■ MATERIAL PROVIDED ■
═══

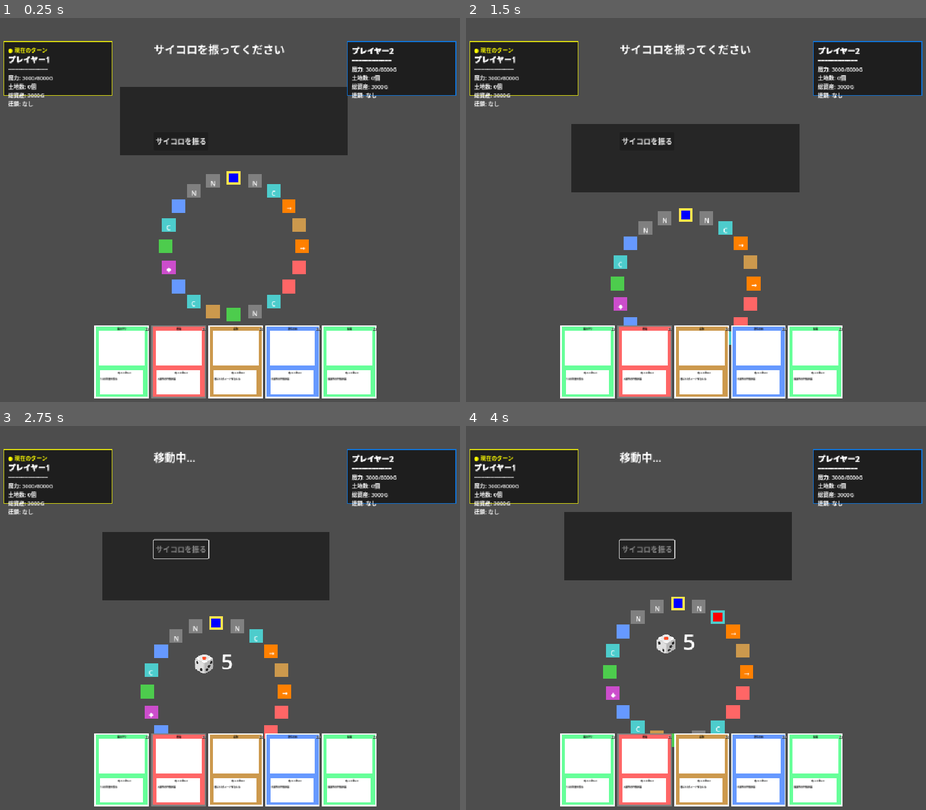
Above: before the commit, frames 1-4 (two rows, left to right).
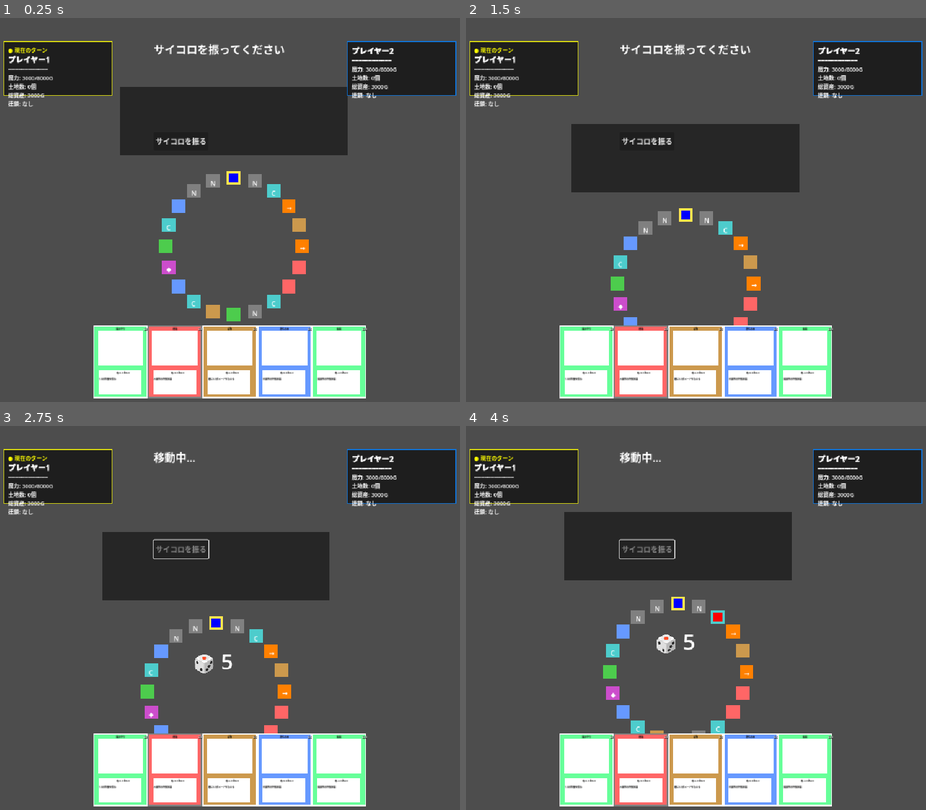
Above: after the commit, the same moments.

Repository: hiro0909yoshi/cardbattlegame
Game: Godot game, scene res://scenes/game.tscn
Two runs of this game, one before a commit and one after it. Both use one fixed random seed, a clock stepped at 60 frames per second and the inputs below.
Inputs (mouse positions are in pixels of both pictures, inside the frame that each line leads up to):
- Up to frame 1 (0.25 s): no input
- Up to frame 2 (1.5 s): tap Enter at 0.5 s; move the mouse to (797, 190) at 0.52 s; hold Right (ui_right) 0.53-1.25 s; tap F at 0.6 s; click (797, 190) at 0.67 s; tap Space at 0.77 s; drag from (599, 229) to (673, 286) at 1.27 s
- Up to frame 3 (2.75 s): click "サイコロを振る" at 2 s
- Up to frame 4 (4 s): tap Space at 2.75 s; move the mouse to (742, 533) at 2.77 s; hold Right (ui_right) 2.78-3.5 s; tap R at 2.85 s; drag from (673, 694) to (553, 560) at 3.52 s

The runs differ from the first frame. In frame 1, 3.2% of the frame differs, in the area x 20-82%, y 80-100%; in frame 2, 3.2%; in frame 3, 3.2%; in frame 4, 3.2%.

Commit message:
カメラ追加

Diff:
--- a/scripts/card_system.gd
+++ b/scripts/card_system.gd
@@ -13,6 +13,8 @@
 const INITIAL_HAND_SIZE = 5
 const CARD_COST_MULTIPLIER = 10
 const CARDS_PER_TYPE = 3
+const CARD_WIDTH = 100      # カードの幅
+const CARD_SPACING = 20     # カード間の間隔
 
 # カード管理
 var card_scene = preload("res://scenes/Card.tscn")
@@ -134,7 +136,11 @@
 
 	var viewport_size = get_viewport().get_visible_rect().size
 	var card_y = viewport_size.y - 170
-	card.position = Vector2(220 + index * 125, card_y)
+
+	# 画面中心から配置を計算
+	var total_width = INITIAL_HAND_SIZE * (CARD_WIDTH + CARD_SPACING)
+	var start_x = (viewport_size.x - total_width) / 2
+	card.position = Vector2(start_x + index * (CARD_WIDTH + CARD_SPACING), card_y)
 
 	if card.has_method("load_card_data"):
 		card.load_card_data(card_data.id)
@@ -174,10 +180,15 @@
 	var viewport_size = get_viewport().get_visible_rect().size
 	var card_y = viewport_size.y - 150
 
+	# 現在の手札枚数に応じて中心から再配置
+	var hand_size = player_nodes.size()
+	var total_width = hand_size * (CARD_WIDTH + CARD_SPACING)
+	var start_x = (viewport_size.x - total_width) / 2
+
 	for i in range(player_nodes.size()):
 		var card = player_nodes[i]
 		if card and is_instance_valid(card):
-			card.position = Vector2(100 + i * 120, card_y)
+			card.position = Vector2(start_x + i * (CARD_WIDTH + CARD_SPACING), card_y)
 			if card.has_method("set_selectable"):
 				card.card_index = i

═══

Print the data exactly, from its first line to the line containing "INITIAL_HAND_SIZE * (CARD_WIDTH + CARD_SPACING)", both included. Omit the pictures.

Above: before the commit, frames 1-4 (two rows, left to right).
Above: after the commit, the same moments.

Repository: hiro0909yoshi/cardbattlegame
Game: Godot game, scene res://scenes/game.tscn
Two runs of this game, one before a commit and one after it. Both use one fixed random seed, a clock stepped at 60 frames per second and the inputs below.
Inputs (mouse positions are in pixels of both pictures, inside the frame that each line leads up to):
- Up to frame 1 (0.25 s): no input
- Up to frame 2 (1.5 s): tap Enter at 0.5 s; move the mouse to (797, 190) at 0.52 s; hold Right (ui_right) 0.53-1.25 s; tap F at 0.6 s; click (797, 190) at 0.67 s; tap Space at 0.77 s; drag from (599, 229) to (673, 286) at 1.27 s
- Up to frame 3 (2.75 s): click "サイコロを振る" at 2 s
- Up to frame 4 (4 s): tap Space at 2.75 s; move the mouse to (742, 533) at 2.77 s; hold Right (ui_right) 2.78-3.5 s; tap R at 2.85 s; drag from (673, 694) to (553, 560) at 3.52 s

The runs differ from the first frame. In frame 1, 3.2% of the frame differs, in the area x 20-82%, y 80-100%; in frame 2, 3.2%; in frame 3, 3.2%; in frame 4, 3.2%.

Commit message:
カメラ追加

Diff:
--- a/scripts/card_system.gd
+++ b/scripts/card_system.gd
@@ -13,6 +13,8 @@
 const INITIAL_HAND_SIZE = 5
 const CARD_COST_MULTIPLIER = 10
 const CARDS_PER_TYPE = 3
+const CARD_WIDTH = 100      # カードの幅
+const CARD_SPACING = 20     # カード間の間隔
 
 # カード管理
 var card_scene = preload("res://scenes/Card.tscn")
@@ -134,7 +136,11 @@
 
 	var viewport_size = get_viewport().get_visible_rect().size
 	var card_y = viewport_size.y - 170
-	card.position = Vector2(220 + index * 125, card_y)
+
+	# 画面中心から配置を計算
+	var total_width = INITIAL_HAND_SIZE * (CARD_WIDTH + CARD_SPACING)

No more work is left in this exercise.